Albert W. Alschuler, Law Without Values: The Life, Work, and Legacy of Justice Holmes (2000).
The publisher explains, “In recent decades, Oliver Wendell Holmes has been praised as ‘the only great American legal thinker’ and ‘the most illustrious figure in the history of American law.’ In Law without Values, Albert Alschuler paints a much darker picture of Justice Holmes as a distasteful man who, among other things, espoused Social Darwinism, favored eugenics, and as he himself acknowledged, came ‘devilish near to believing that might makes right.’. . .
His pernicious legacy, according to Alschuler, is evident in twentieth-century legal thought, whether one takes an economic or a critical legal approach.

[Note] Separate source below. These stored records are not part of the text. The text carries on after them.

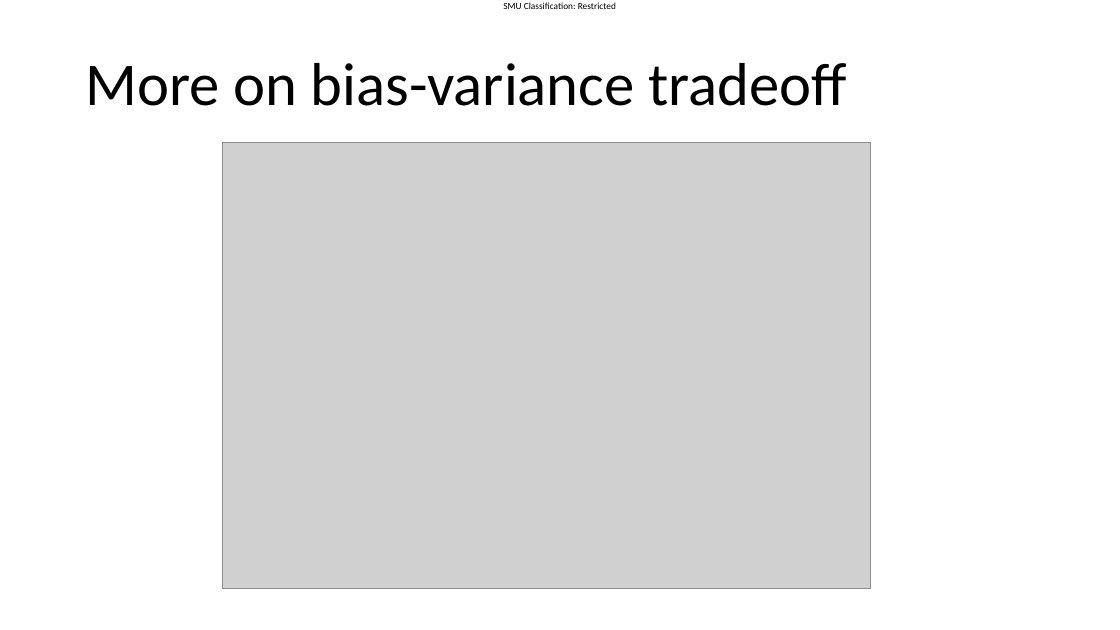
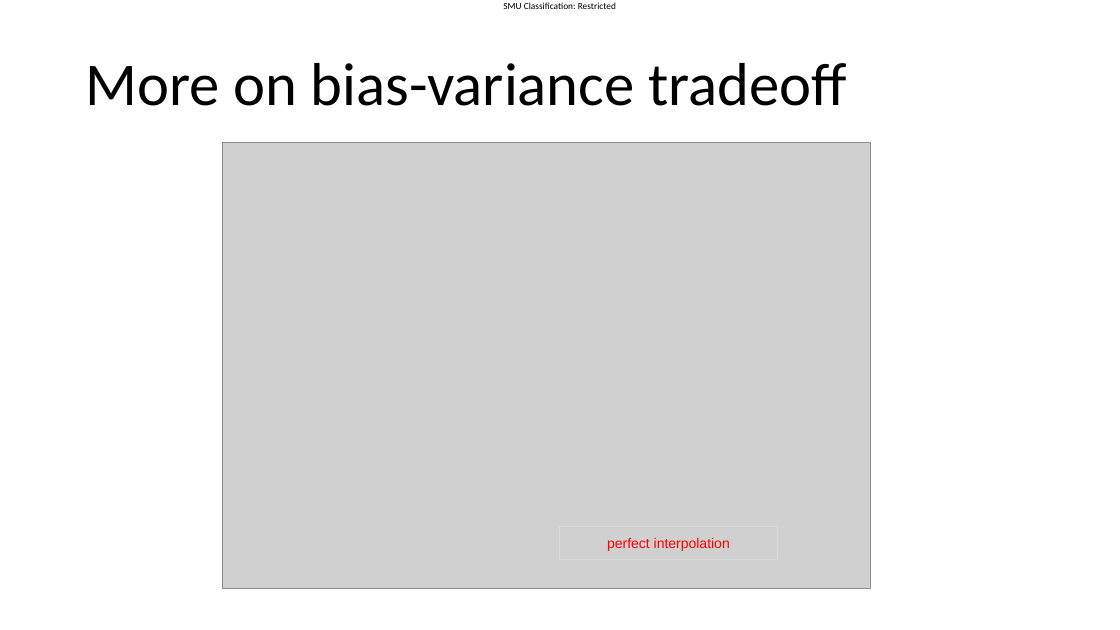
Before and after one commit to SMUMQF2425/qf624_qf632_2025, a slide deck: slide 6 of Lecture slides - Week 7.pptx. Drawn at 1120x630 pixels with LibreOffice and Linux fonts; fonts in the diff are those of the drawing; grey boxes stand for pictures. Boxes give left, top, right and bottom in pixels: in the first picture for what was removed or moved away, otherwise in the second. Text is boxed around its words. In the diff, an @@ line names an element or a change of style, - is before the commit and + after.

```diff
--- a/Lecture slides - Week 7.pptx
+++ b/Lecture slides - Week 7.pptx
@@ rectangle added at (560,526,778,560), outline #D9D9D9 0.75 pt, 12 pt, text #FF0000 @@
+perfect interpolation
```
Also in this commit, not shown: 9 other slides changed, 8 slides added, 1 slide removed, 1 other file.
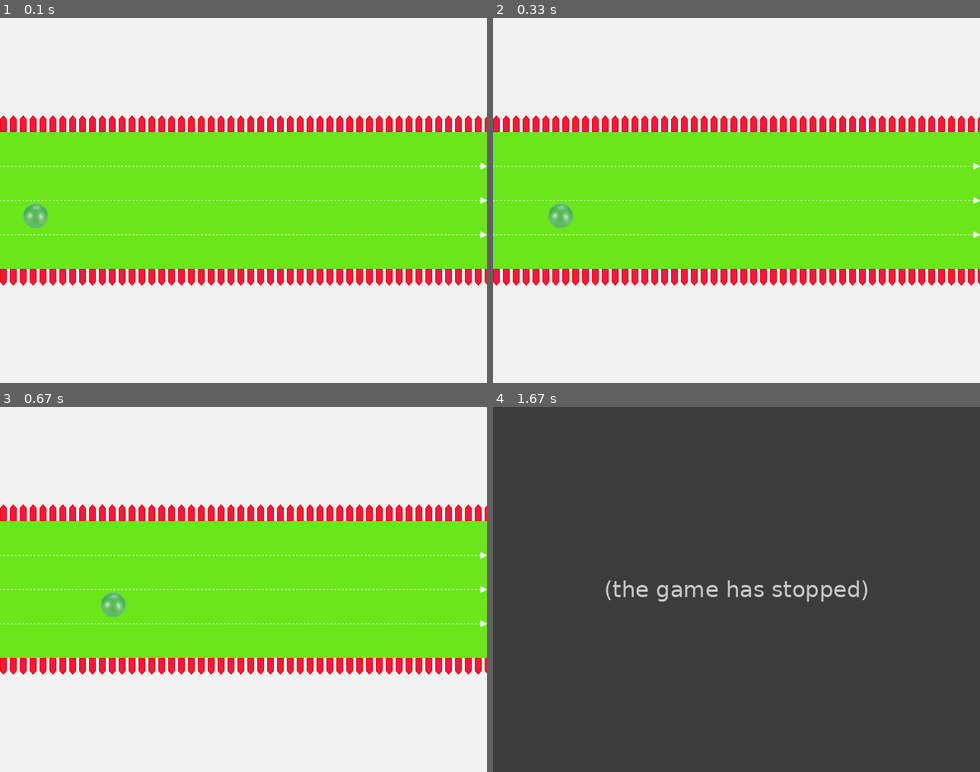
Above: before the commit, frames 1-4 (two rows, left to right).
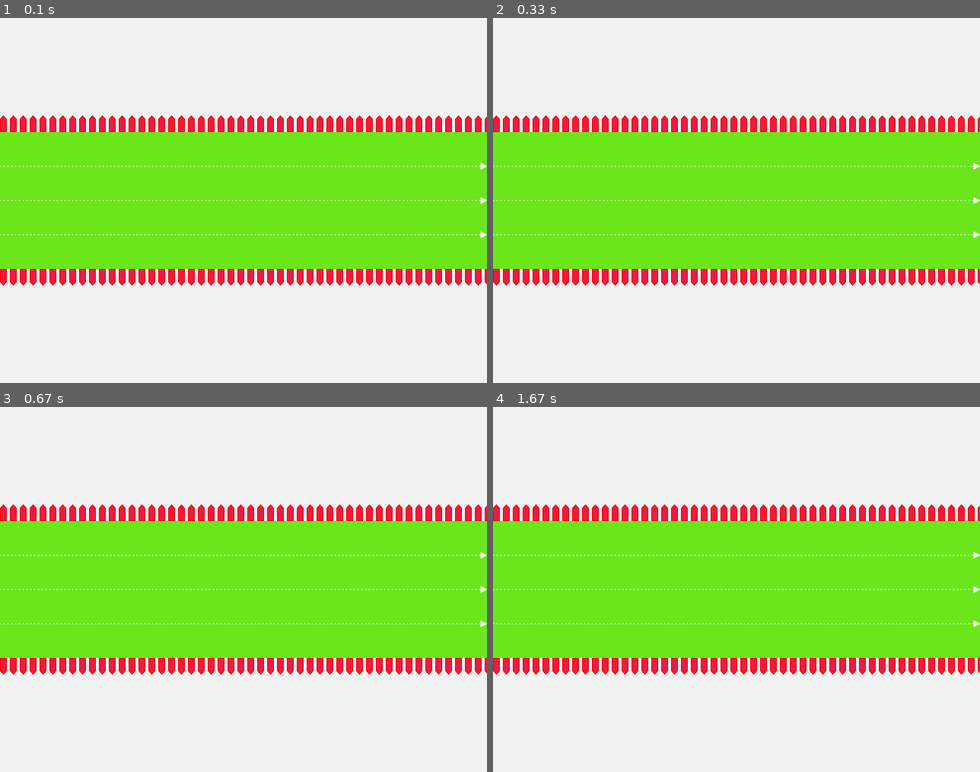
Above: after the commit, the same moments.

Repository: mikead79/carreraTortugas
Game: pygame game, started from carreraConPygame.py
Same seed, same stepped clock (60 frames per second), same inputs: the game is played once before the commit and once after it.
Inputs:
- Up to frame 1 (0.1 s): no input
- Up to frame 2 (0.33 s): no input
- Up to frame 3 (0.67 s): no input
- Up to frame 4 (1.67 s): no input

The runs differ from the first frame. In frame 1, 0.3% of the frame differs, in the area x 4-10%, y 50-58%; in frame 2, 0.3%; in frame 3, 0.3%; in frame 4, 100%, in the area x 0-100%, y 0-100%.
Before the commit the program exited at 1.27 s; later frames show no game.

Commit message:
La etapa de creare la pantalla de carrera de tortugas con pygame

Diff:
--- a/carreraConPygame.py
+++ b/carreraConPygame.py
@@ -1,35 +1,25 @@
-import pygame
-import sys
+import pygame, sys
 
 class Game():
-    corredores = []
+    runners = []
+    __startLine = 20
+    __finishLine = 620
 
     def __init__(self):
         self.__screen = pygame.display.set_mode((640, 480))
+        self.__background = pygame.image.load("images/background.png")
         pygame.display.set_caption("Carrera de bichos")
-        self.background = pygame.image.load("images/background.png")
-
-        self.runner = pygame.image.load("images/smallball.png")
 
     def competir(self):
-        x =  0
-        hayGanador = False
-
-        while not hayGanador:
+        gameOver = False
+        while not gameOver:
             for event in pygame.event.get():
                 if event.type == pygame.QUIT:
-                    pygame.quit()
-                    sys.exit()
-            self.__screen.blit(self.background, (0, 0))
-            self.__screen.blit(self.runner, (x, 240))
+                    gameOver = True
+            self.__screen.blit(self.__background, (0,0))
             pygame.display.flip()
 
-            x += 3
-            if x >= 240:
-                hayGanador = True
-        pygame.quit()
-        sys.exit()
 if __name__ == "__main__":
+    game = Game()
     pygame.init()
-    game = Game()
     game.competir()
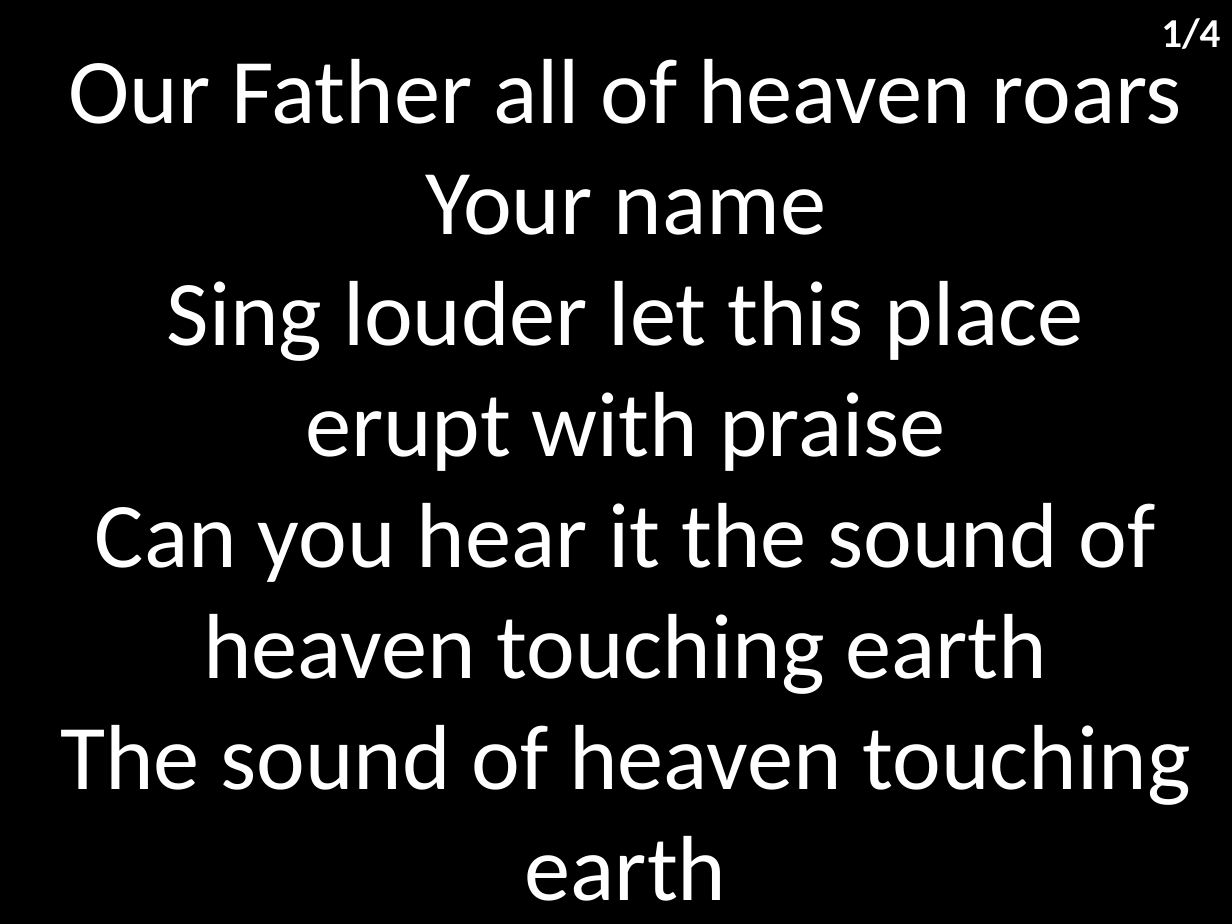
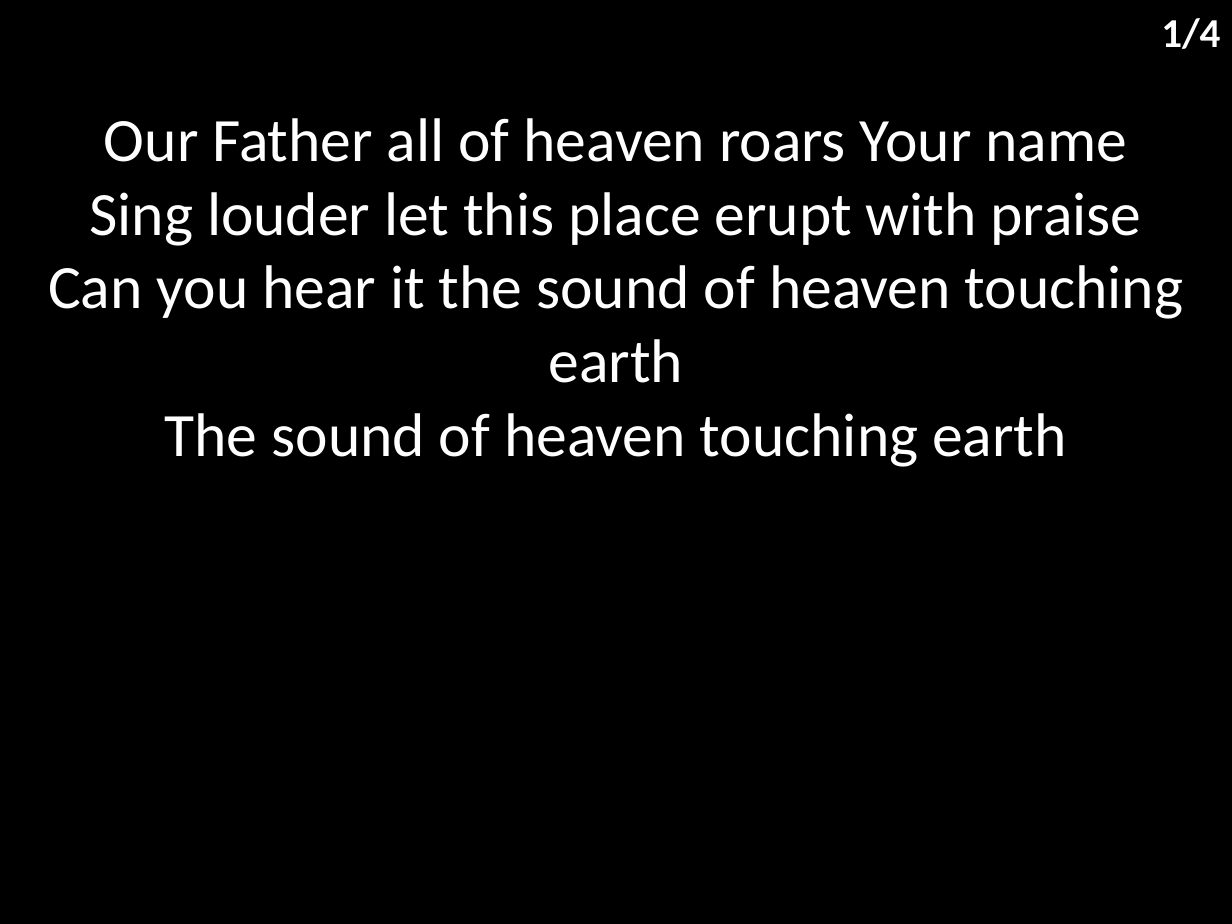
Before and after one commit to hoo-are-ya/worship, a slide deck: slide 2 of docs/songs/spirit break out.pptx. Drawn at 1232x924 pixels with LibreOffice and Linux fonts; fonts in the diff are those of the drawing. Boxes give left, top, right and bottom in pixels: in the first picture for what was removed or moved away, otherwise in the second. Text is boxed around its words. In the diff, an @@ line names an element or a change of style, - is before the commit and + after.

```diff
--- a/docs/songs/spirit break out.pptx
+++ b/docs/songs/spirit break out.pptx
@@ subtitle "Our Father all of heaven ..." moved from (x1=60, y1=59, x2=1191, y2=901) to (x1=48, y1=118, x2=1184, y2=467) @@
@@ subtitle "Our Father all of heaven ..." at (x1=48, y1=118, x2=1184, y2=467): size 54 to 36 pt; less space between paragraphs @@
```
Also in this commit, not shown: 4 other slides changed, 5 other files.

Contrary to the perception of many modern lawyers and scholars, Holmes's legacy was not a "revolt against formalism," or against a priori reasoning; it was a revolt against the objective concepts of right and wrong--against values.”
On this topic, see also, James Gordley, When Paths Diverge: A Response to Albert Alschuler on Oliver Wendell Holmes, 49 Fla. L. Rev. 441 (1997), and Michael P. Schutt, Oliver Wendell Holmes and the Decline of the American Lawyer: Social Engineering, Religion, and the Search for Professional Identity, 30 Rutgers L. J. 143 (1998).